A war of words
On Monday, Trump threatened to impose 10% tariffs on around $200bn worth of Chinese imports, in response to China’s suggestion it would retaliate against his previous tariff of $50bn imports. It has also been suggested that if China does retaliate, a further $200bn worth of tariffs will be unleashed on the largest economy in Asia. As such, the ‘trade war’, which at the moment consists of threat upon threat, stepped up and has largely taken over the media this week – but the main impact so far has been uncertainty.

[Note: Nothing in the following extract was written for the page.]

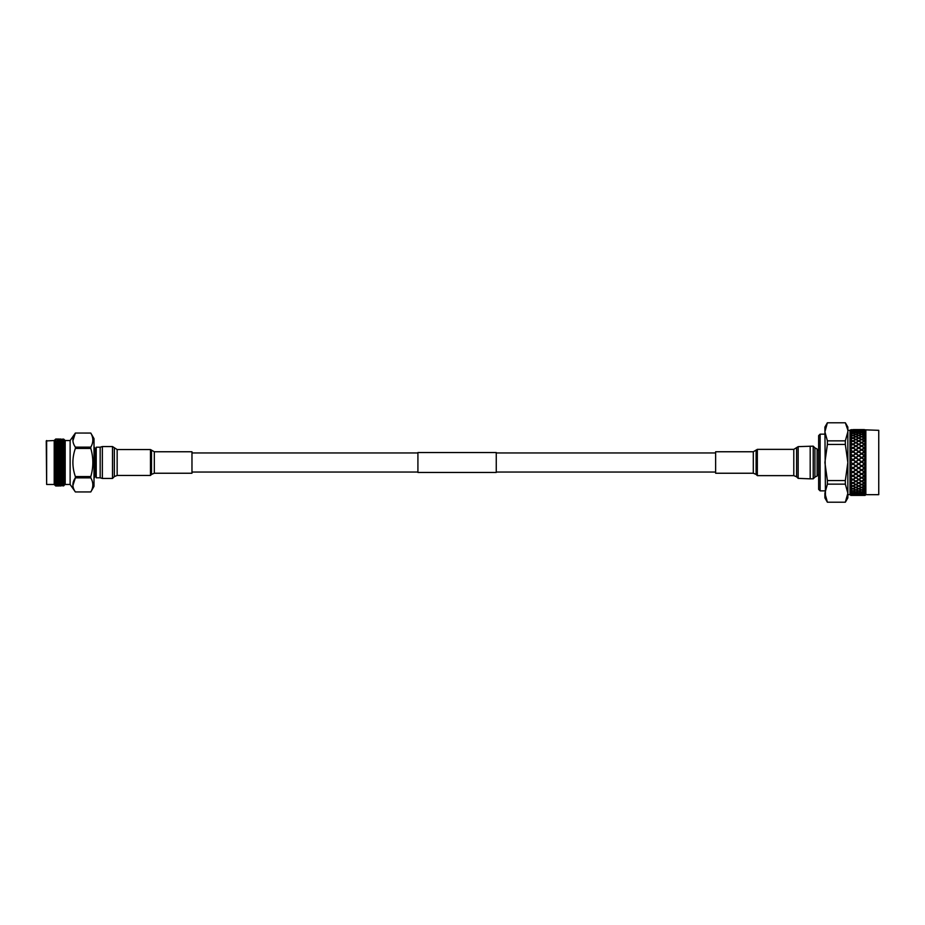 <?xml version="1.0" encoding="UTF-8"?>
<svg xmlns="http://www.w3.org/2000/svg" width="925" height="925" viewBox="0 0 925 925"><rect width="100%" height="100%" fill="white"/><g stroke="black" fill="none" stroke-linecap="round" stroke-linejoin="round"><path stroke-width="1.39" d="M820.117 434.149L818.648 435.629L818.648 489.371L820.117 490.851L820.117 434.149L824.892 434.149M865.846 430.322L865.846 494.678L878.75 494.678L878.75 430.322L865.384 429.859M851.809 495.395L849.994 494.632L849.994 430.368L847.843 430.368M847.67 429.558L845.334 422.794L827.401 422.794L824.892 431.825L827.401 440.855L845.334 440.855L847.843 431.825L847.843 462.5L845.334 444.439L827.401 444.439L824.892 462.5L827.401 480.561L845.334 480.561L847.843 462.5L847.843 493.175L845.334 484.145L827.401 484.145L824.892 493.175L827.401 502.206L845.334 502.206L847.843 493.279M863.638 444.913L861.765 446.058L864.424 447.746L865.118 447.295L864.424 444.439L865.118 441.514L864.424 441.132L861.765 442.624L864.424 444.173M859.475 444.913L858.689 444.439L856.041 446.058L858.689 447.746L861.337 446.058L858.689 444.439L861.337 442.624L858.689 441.132L856.041 442.624L858.689 444.173M850.757 495.395L852.746 495.395L850.491 494.991L850.491 446.428L852.954 447.746L855.613 446.058L852.954 444.439L852.179 444.913M850.757 446.347L850.491 429.882L855.613 429.628L850.757 430.009M865.314 429.79L861.765 430.067L865.118 430.333L861.765 429.628L864.424 429.605M865.118 430.553L861.765 431.004L864.424 431.617L865.118 430.634M865.118 431.79L861.765 432.449L864.424 433.282L865.118 431.906M865.118 433.513L861.765 434.368L864.424 435.409L865.118 433.663M865.118 435.698L861.765 436.727L864.424 437.953L865.118 435.872M865.118 438.3L861.765 439.491L864.424 440.901L865.118 438.508M852.746 495.395L850.491 495.048L855.613 495.28L852.954 495.072L855.613 494.678L850.757 494.609M865.118 448.197L861.765 449.77L864.424 451.55L865.118 448.475M865.118 452.024L861.765 453.666L864.424 455.528L865.118 452.313M865.118 456.013L861.765 457.713L864.424 459.609L865.118 456.326M865.118 460.107L861.765 461.829L864.424 463.737L865.118 460.419M865.118 464.246L861.765 465.957L864.424 467.842L865.118 464.547M865.118 468.339L861.765 470.027L864.424 471.877L865.118 468.651M865.118 472.351L861.765 473.982L864.424 475.751L865.118 472.652M865.118 476.213L861.927 477.855L850.491 470.224M864.204 475.889L861.557 474.12L858.909 475.889L861.557 477.612L864.424 475.774L861.187 477.855L858.689 476.04L856.041 477.751L858.689 479.428L861.557 477.624L864.424 479.428L865.118 476.491M865.118 479.855L861.765 481.289L864.424 482.827L865.118 480.11M865.118 483.22L861.765 484.527L864.424 485.903L865.118 483.463M865.118 486.261L861.765 487.417L864.424 488.62L865.118 486.469M865.118 488.92L861.765 489.915L864.424 490.921L865.118 489.105M865.118 491.175L861.765 491.973L864.424 492.771L865.118 491.325M865.118 492.967L861.765 493.568L864.424 494.147L865.118 493.083M865.118 494.285L861.765 494.678L864.424 495.025L865.118 494.366M865.118 495.095L861.765 495.28L865.118 495.141M865.314 495.21L863.487 495.395M850.757 469.403L852.746 468.004L850.757 466.582M850.757 470.339L852.954 471.877L855.613 470.027L852.954 468.154L850.757 469.715M850.757 466.269L852.954 467.842L855.613 465.957L852.954 464.049L850.757 465.633M858.481 468.004L855.822 466.108L853.174 468.004L855.822 469.877L858.689 467.946L852.954 463.864L855.822 465.795L858.481 463.887L855.822 461.98L853.174 463.887M853.174 468.004L850.491 466.2M855.613 470.027L852.954 467.842M856.041 470.027L858.689 471.877L861.337 470.027L858.689 468.154L855.822 469.877M861.337 465.957L858.689 464.049L856.041 465.957L858.689 467.842L861.557 465.911L855.822 461.818L858.689 463.737L861.337 461.829L858.689 459.91L856.041 461.829M852.954 464.049L850.491 465.622M861.337 470.027L858.689 467.842M864.204 463.887L861.557 461.98L858.909 463.887L861.557 465.795L864.424 463.864L858.689 459.771L861.557 461.667L864.204 459.76L861.557 457.863L858.909 459.76M855.822 461.98L850.491 458.014M864.204 468.004L861.557 466.108L858.909 468.004L861.557 469.877L864.424 467.946L861.557 465.795M858.689 459.91L850.491 454.002M865.384 464.558L864.424 463.737M864.204 459.76L861.765 457.713M861.557 457.863L850.491 450.117M865.384 460.453L864.424 459.91M850.757 473.38L852.746 472.028L850.757 470.64M850.757 474.282L852.954 475.751L855.613 473.982L852.954 472.166L850.757 473.681M858.481 472.028L855.822 470.178L853.174 472.028L855.822 473.831L858.689 471.935L855.822 470.178M858.909 472.028L861.557 473.831L864.204 472.028L861.557 470.178L858.689 471.877M864.204 472.028L861.557 469.877M865.384 468.617L864.424 467.842M850.757 477.196L852.746 475.889L850.757 474.571M850.757 478.04L852.954 479.428L855.613 477.751L852.954 476.04L850.757 477.462M858.481 475.889L855.822 474.12L853.174 475.889L855.822 477.612L858.689 475.774L855.452 477.855L850.491 474.143M855.822 477.89L853.174 479.555L855.822 481.162L858.481 479.555L855.822 477.612M861.337 473.982L858.689 472.166L856.041 473.982L858.689 475.751L861.557 473.877L858.689 472.166M865.384 472.594L864.424 471.877M850.757 480.769L852.746 479.555L850.757 478.317M850.757 481.555L852.954 482.827L855.613 481.289L852.954 479.682L850.757 481.023M861.557 477.89L858.909 479.555L861.557 481.162L864.204 479.555L861.557 477.612M864.632 475.889L861.557 473.877L858.689 476.04M865.384 476.398L864.424 475.751M864.632 472.028L861.557 474.12M865.384 471.276L864.424 472.166M850.757 484.053L852.746 482.942L850.757 481.809M850.757 484.758L852.954 485.903L855.613 484.527L852.954 483.07L850.757 484.284M858.481 482.942L855.822 481.416L853.174 482.942L855.822 484.411L858.481 482.942M861.337 481.289L858.689 479.682L856.041 481.289L858.689 482.827L861.337 481.289M865.384 475.138L864.424 476.04M850.757 487.001L852.746 486.018L850.757 484.989M850.757 487.625L852.954 488.62L855.613 487.417L852.954 486.122L850.757 487.197M858.481 486.018L855.822 484.642L853.174 486.018L855.822 487.313L858.481 486.018M861.337 484.527L858.689 483.07L856.041 484.527L858.689 485.903L861.337 484.527M864.204 482.942L861.557 481.416L858.909 482.942L861.557 484.411L864.204 482.942M850.757 489.556L852.746 488.712L850.757 487.822M850.757 490.088L852.954 490.921L855.613 489.915L852.954 488.805L850.757 489.73M858.481 488.712L855.822 487.51L853.174 488.712L855.822 489.822L858.481 488.712M861.337 487.417L858.689 486.122L856.041 487.417L858.689 488.62L861.337 487.417M864.204 486.018L861.557 484.642L858.909 486.018L861.557 487.313L864.204 486.018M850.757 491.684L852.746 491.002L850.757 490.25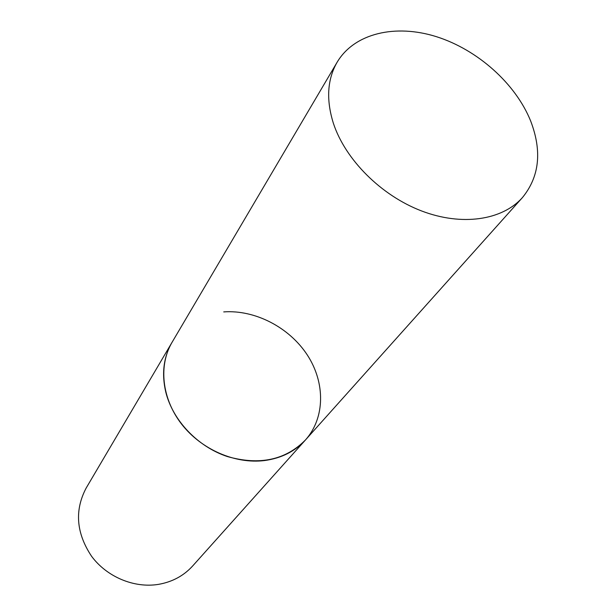 <?xml version="1.0" encoding="UTF-8"?>
<svg xmlns="http://www.w3.org/2000/svg" width="616" height="616" viewBox="0 0 616 616"><rect width="100%" height="100%" fill="white"/><g stroke="black" fill="none" stroke-linecap="round" stroke-linejoin="round"><path stroke-width="0.92" d="M223.731 311.904C255.147 309.648 289.32 327.404 307.322 355.016C325.34 382.598 325.233 417.779 305.513 439.909L192.662 565.973C183.66 575.868 172.195 582.012 158.266 584.407C134.065 588.303 106.868 576.938 91.576 556.271C76.222 533.156 74.413 510.433 86.14 488.088L172.049 342.327C163.571 357.049 161.484 373.635 165.773 392.084C172.788 420.435 197.574 446.577 227.204 456.502C259.459 465.642 285.562 460.113 305.513 439.909C295.095 451.359 281.427 458.242 264.518 460.552C235.112 464.256 201.116 449.418 181.451 423.931C161.762 398.437 158.42 365.319 172.049 342.327L337.175 62.147C327.281 79.349 326.018 99.738 333.387 123.308C345.299 159.606 381.027 195.403 421.421 210.895C461.846 226.403 502.248 220.274 522.422 197.59C539.462 176.723 542.211 151.197 530.661 121.006C515.615 83.614 477.616 49.75 436.567 36.729C395.564 23.739 354.446 33.133 337.175 62.147M305.513 439.909L522.422 197.59"/></g></svg>

On Thursday, China’s commerce ministry stated that US workers would be damaged by the trade war, with China Daily (a state-owned newspaper) stating that the US was failing to understand the impact trade with China has on millions of US jobs. According to Reuters, Chinese state media described US protectionism as a “symptom of paranoid delusions”.
Yuan dips in value
While the threatened tariffs have yet to be imposed and it is likely more communication and changes will take place, with many suggesting the threats are largely empty, the impact of the countries’ war of words has been felt in the market nonetheless.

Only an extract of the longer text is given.